This exercise needs the listing below duplicated exactly.

- _RECORDS PROVIDED_:
• • •

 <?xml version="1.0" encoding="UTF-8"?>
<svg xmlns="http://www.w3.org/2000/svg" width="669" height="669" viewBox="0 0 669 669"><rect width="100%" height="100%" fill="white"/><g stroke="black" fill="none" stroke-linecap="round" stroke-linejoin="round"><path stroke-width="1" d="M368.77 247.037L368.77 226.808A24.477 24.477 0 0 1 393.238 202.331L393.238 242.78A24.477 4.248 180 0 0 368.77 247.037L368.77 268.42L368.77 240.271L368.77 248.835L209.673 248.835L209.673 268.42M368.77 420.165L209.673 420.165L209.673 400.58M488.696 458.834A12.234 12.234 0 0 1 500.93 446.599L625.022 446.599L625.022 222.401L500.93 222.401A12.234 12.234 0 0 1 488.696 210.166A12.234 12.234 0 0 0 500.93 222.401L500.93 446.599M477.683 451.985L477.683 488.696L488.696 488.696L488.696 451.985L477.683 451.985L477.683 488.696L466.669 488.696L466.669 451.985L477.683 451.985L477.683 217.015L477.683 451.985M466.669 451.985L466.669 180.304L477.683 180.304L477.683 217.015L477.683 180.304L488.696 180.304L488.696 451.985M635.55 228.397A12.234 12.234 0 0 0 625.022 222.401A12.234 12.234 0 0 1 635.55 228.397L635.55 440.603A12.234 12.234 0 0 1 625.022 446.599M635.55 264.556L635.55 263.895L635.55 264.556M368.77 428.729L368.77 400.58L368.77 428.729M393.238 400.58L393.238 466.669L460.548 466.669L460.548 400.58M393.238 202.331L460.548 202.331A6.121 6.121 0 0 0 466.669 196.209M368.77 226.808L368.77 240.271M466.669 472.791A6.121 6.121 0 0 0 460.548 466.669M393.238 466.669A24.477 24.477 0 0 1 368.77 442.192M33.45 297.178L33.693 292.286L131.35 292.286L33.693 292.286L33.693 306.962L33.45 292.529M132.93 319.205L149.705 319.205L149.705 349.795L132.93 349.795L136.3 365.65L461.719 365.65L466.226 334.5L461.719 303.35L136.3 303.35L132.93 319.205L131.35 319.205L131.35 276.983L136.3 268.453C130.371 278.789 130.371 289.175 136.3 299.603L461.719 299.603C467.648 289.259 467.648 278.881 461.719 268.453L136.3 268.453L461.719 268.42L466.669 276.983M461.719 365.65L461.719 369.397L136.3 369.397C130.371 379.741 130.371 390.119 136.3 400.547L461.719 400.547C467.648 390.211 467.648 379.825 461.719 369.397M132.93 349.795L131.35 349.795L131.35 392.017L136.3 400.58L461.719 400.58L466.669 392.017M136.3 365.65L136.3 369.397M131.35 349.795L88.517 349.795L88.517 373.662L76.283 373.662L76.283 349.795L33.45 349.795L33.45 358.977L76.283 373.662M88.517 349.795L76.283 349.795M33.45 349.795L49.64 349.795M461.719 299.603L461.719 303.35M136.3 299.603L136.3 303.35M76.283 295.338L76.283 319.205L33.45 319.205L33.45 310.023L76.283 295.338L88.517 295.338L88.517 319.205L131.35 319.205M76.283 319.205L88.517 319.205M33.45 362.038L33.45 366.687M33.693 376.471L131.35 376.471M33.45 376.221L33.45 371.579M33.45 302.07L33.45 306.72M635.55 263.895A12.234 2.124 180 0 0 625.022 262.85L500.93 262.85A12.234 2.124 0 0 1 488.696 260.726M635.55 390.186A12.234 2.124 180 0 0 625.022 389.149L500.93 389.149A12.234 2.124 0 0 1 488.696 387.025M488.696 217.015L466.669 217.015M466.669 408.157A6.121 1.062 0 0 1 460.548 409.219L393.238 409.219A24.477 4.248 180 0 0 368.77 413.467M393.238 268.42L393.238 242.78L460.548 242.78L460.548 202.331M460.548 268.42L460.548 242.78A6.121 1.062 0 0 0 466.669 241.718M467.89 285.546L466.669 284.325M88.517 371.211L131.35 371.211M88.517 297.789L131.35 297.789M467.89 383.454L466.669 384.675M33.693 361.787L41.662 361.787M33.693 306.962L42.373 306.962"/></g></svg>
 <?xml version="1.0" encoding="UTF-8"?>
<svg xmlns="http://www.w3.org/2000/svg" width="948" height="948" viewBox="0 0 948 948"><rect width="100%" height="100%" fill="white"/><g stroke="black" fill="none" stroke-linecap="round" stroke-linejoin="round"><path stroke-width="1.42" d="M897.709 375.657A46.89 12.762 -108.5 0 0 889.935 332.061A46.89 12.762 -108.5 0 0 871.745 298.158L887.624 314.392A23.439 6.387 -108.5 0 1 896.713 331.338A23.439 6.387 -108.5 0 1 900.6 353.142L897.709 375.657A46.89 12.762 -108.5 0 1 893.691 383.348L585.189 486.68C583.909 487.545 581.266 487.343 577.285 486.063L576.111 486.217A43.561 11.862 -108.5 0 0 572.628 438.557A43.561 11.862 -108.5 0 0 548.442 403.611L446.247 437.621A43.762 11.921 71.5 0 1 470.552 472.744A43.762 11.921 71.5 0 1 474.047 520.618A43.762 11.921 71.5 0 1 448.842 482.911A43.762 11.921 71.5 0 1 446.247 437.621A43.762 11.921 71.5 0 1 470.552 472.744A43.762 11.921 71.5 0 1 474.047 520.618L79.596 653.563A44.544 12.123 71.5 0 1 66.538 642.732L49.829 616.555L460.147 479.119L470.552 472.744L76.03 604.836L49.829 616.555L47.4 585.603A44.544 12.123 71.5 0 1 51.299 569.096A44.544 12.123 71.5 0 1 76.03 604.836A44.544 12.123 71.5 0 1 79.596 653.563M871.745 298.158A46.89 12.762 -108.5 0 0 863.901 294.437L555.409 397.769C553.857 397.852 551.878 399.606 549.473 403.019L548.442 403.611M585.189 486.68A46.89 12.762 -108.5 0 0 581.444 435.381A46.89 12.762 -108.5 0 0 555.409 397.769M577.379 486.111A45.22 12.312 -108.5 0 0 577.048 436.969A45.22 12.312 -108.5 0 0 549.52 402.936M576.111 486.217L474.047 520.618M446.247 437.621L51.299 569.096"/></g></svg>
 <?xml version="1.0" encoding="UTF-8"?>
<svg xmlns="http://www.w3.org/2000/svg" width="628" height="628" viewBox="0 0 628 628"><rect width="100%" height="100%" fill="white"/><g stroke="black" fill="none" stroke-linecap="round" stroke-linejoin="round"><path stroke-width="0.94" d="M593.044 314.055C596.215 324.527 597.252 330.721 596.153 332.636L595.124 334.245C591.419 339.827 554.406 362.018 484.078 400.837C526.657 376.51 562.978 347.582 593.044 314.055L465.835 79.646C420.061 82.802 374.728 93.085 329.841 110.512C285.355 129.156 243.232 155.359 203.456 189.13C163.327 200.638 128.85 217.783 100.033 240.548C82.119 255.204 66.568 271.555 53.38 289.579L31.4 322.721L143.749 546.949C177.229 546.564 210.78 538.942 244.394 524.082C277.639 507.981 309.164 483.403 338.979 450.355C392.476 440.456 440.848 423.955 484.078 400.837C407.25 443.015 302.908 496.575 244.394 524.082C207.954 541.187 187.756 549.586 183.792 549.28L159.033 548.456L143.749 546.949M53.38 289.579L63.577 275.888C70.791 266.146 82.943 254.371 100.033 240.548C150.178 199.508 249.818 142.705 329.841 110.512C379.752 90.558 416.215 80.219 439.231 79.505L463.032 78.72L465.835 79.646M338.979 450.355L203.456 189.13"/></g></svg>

• • •

- _EXPECTED ANSWER_:
 <?xml version="1.0" encoding="UTF-8"?>
<svg xmlns="http://www.w3.org/2000/svg" width="669" height="669" viewBox="0 0 669 669"><rect width="100%" height="100%" fill="white"/><g stroke="black" fill="none" stroke-linecap="round" stroke-linejoin="round"><path stroke-width="1" d="M368.77 247.037L368.77 226.808A24.477 24.477 0 0 1 393.238 202.331L393.238 242.78A24.477 4.248 180 0 0 368.77 247.037L368.77 268.42L368.77 240.271L368.77 248.835L209.673 248.835L209.673 268.42M368.77 420.165L209.673 420.165L209.673 400.58M488.696 458.834A12.234 12.234 0 0 1 500.93 446.599L625.022 446.599L625.022 222.401L500.93 222.401A12.234 12.234 0 0 1 488.696 210.166A12.234 12.234 0 0 0 500.93 222.401L500.93 446.599M477.683 451.985L477.683 488.696L488.696 488.696L488.696 451.985L477.683 451.985L477.683 488.696L466.669 488.696L466.669 451.985L477.683 451.985L477.683 217.015L477.683 451.985M466.669 451.985L466.669 180.304L477.683 180.304L477.683 217.015L477.683 180.304L488.696 180.304L488.696 451.985M635.55 228.397A12.234 12.234 0 0 0 625.022 222.401A12.234 12.234 0 0 1 635.55 228.397L635.55 440.603A12.234 12.234 0 0 1 625.022 446.599M635.55 264.556L635.55 263.895L635.55 264.556M368.77 428.729L368.77 400.58L368.77 428.729M393.238 400.58L393.238 466.669L460.548 466.669L460.548 400.58M393.238 202.331L460.548 202.331A6.121 6.121 0 0 0 466.669 196.209M368.77 226.808L368.77 240.271M466.669 472.791A6.121 6.121 0 0 0 460.548 466.669M393.238 466.669A24.477 24.477 0 0 1 368.77 442.192M33.45 297.178L33.693 292.286L131.35 292.286L33.693 292.286L33.693 306.962L33.45 292.529M132.93 319.205L149.705 319.205L149.705 349.795L132.93 349.795L136.3 365.65L461.719 365.65L466.226 334.5L461.719 303.35L136.3 303.35L132.93 319.205L131.35 319.205L131.35 276.983L136.3 268.453C130.371 278.789 130.371 289.175 136.3 299.603L461.719 299.603C467.648 289.259 467.648 278.881 461.719 268.453L136.3 268.453L461.719 268.42L466.669 276.983M461.719 365.65L461.719 369.397L136.3 369.397C130.371 379.741 130.371 390.119 136.3 400.547L461.719 400.547C467.648 390.211 467.648 379.825 461.719 369.397M132.93 349.795L131.35 349.795L131.35 392.017L136.3 400.58L461.719 400.58L466.669 392.017M136.3 365.65L136.3 369.397M131.35 349.795L88.517 349.795L88.517 373.662L76.283 373.662L76.283 349.795L33.45 349.795L33.45 358.977L76.283 373.662M88.517 349.795L76.283 349.795M33.45 349.795L49.64 349.795M461.719 299.603L461.719 303.35M136.3 299.603L136.3 303.35M76.283 295.338L76.283 319.205L33.45 319.205L33.45 310.023L76.283 295.338L88.517 295.338L88.517 319.205L131.35 319.205M76.283 319.205L88.517 319.205M33.45 362.038L33.45 366.687M33.693 376.471L131.35 376.471M33.45 376.221L33.45 371.579M33.45 302.07L33.45 306.72M635.55 263.895A12.234 2.124 180 0 0 625.022 262.85L500.93 262.85A12.234 2.124 0 0 1 488.696 260.726M635.55 390.186A12.234 2.124 180 0 0 625.022 389.149L500.93 389.149A12.234 2.124 0 0 1 488.696 387.025M488.696 217.015L466.669 217.015M466.669 408.157A6.121 1.062 0 0 1 460.548 409.219L393.238 409.219A24.477 4.248 180 0 0 368.77 413.467M393.238 268.42L393.238 242.78L460.548 242.78L460.548 202.331M460.548 268.42L460.548 242.78A6.121 1.062 0 0 0 466.669 241.718M467.89 285.546L466.669 284.325M88.517 371.211L131.35 371.211M88.517 297.789L131.35 297.789M467.89 383.454L466.669 384.675M33.693 361.787L41.662 361.787M33.693 306.962L42.373 306.962"/></g></svg>
 <?xml version="1.0" encoding="UTF-8"?>
<svg xmlns="http://www.w3.org/2000/svg" width="948" height="948" viewBox="0 0 948 948"><rect width="100%" height="100%" fill="white"/><g stroke="black" fill="none" stroke-linecap="round" stroke-linejoin="round"><path stroke-width="1.42" d="M897.709 375.657A46.89 12.762 -108.5 0 0 889.935 332.061A46.89 12.762 -108.5 0 0 871.745 298.158L887.624 314.392A23.439 6.387 -108.5 0 1 896.713 331.338A23.439 6.387 -108.5 0 1 900.6 353.142L897.709 375.657A46.89 12.762 -108.5 0 1 893.691 383.348L585.189 486.68C583.909 487.545 581.266 487.343 577.285 486.063L576.111 486.217A43.561 11.862 -108.5 0 0 572.628 438.557A43.561 11.862 -108.5 0 0 548.442 403.611L446.247 437.621A43.762 11.921 71.5 0 1 470.552 472.744A43.762 11.921 71.5 0 1 474.047 520.618A43.762 11.921 71.5 0 1 448.842 482.911A43.762 11.921 71.5 0 1 446.247 437.621A43.762 11.921 71.5 0 1 470.552 472.744A43.762 11.921 71.5 0 1 474.047 520.618L79.596 653.563A44.544 12.123 71.5 0 1 66.538 642.732L49.829 616.555L460.147 479.119L470.552 472.744L76.03 604.836L49.829 616.555L47.4 585.603A44.544 12.123 71.5 0 1 51.299 569.096A44.544 12.123 71.5 0 1 76.03 604.836A44.544 12.123 71.5 0 1 79.596 653.563M871.745 298.158A46.89 12.762 -108.5 0 0 863.901 294.437L555.409 397.769C553.857 397.852 551.878 399.606 549.473 403.019L548.442 403.611M585.189 486.68A46.89 12.762 -108.5 0 0 581.444 435.381A46.89 12.762 -108.5 0 0 555.409 397.769M577.379 486.111A45.22 12.312 -108.5 0 0 577.048 436.969A45.22 12.312 -108.5 0 0 549.52 402.936M576.111 486.217L474.047 520.618M446.247 437.621L51.299 569.096"/></g></svg>
 <?xml version="1.0" encoding="UTF-8"?>
<svg xmlns="http://www.w3.org/2000/svg" width="628" height="628" viewBox="0 0 628 628"><rect width="100%" height="100%" fill="white"/><g stroke="black" fill="none" stroke-linecap="round" stroke-linejoin="round"><path stroke-width="0.94" d="M593.044 314.055C596.215 324.527 597.252 330.721 596.153 332.636L595.124 334.245C591.419 339.827 554.406 362.018 484.078 400.837C526.657 376.51 562.978 347.582 593.044 314.055L465.835 79.646C420.061 82.802 374.728 93.085 329.841 110.512C285.355 129.156 243.232 155.359 203.456 189.13C163.327 200.638 128.85 217.783 100.033 240.548C82.119 255.204 66.568 271.555 53.38 289.579L31.4 322.721L143.749 546.949C177.229 546.564 210.78 538.942 244.394 524.082C277.639 507.981 309.164 483.403 338.979 450.355C392.476 440.456 440.848 423.955 484.078 400.837C407.25 443.015 302.908 496.575 244.394 524.082C207.954 541.187 187.756 549.586 183.792 549.28L159.033 548.456L143.749 546.949M53.38 289.579L63.577 275.888C70.791 266.146 82.943 254.371 100.033 240.548C150.178 199.508 249.818 142.705 329.841 110.512C379.752 90.558 416.215 80.219 439.231 79.505L463.032 78.72L465.835 79.646M338.979 450.355L203.456 189.13"/></g></svg>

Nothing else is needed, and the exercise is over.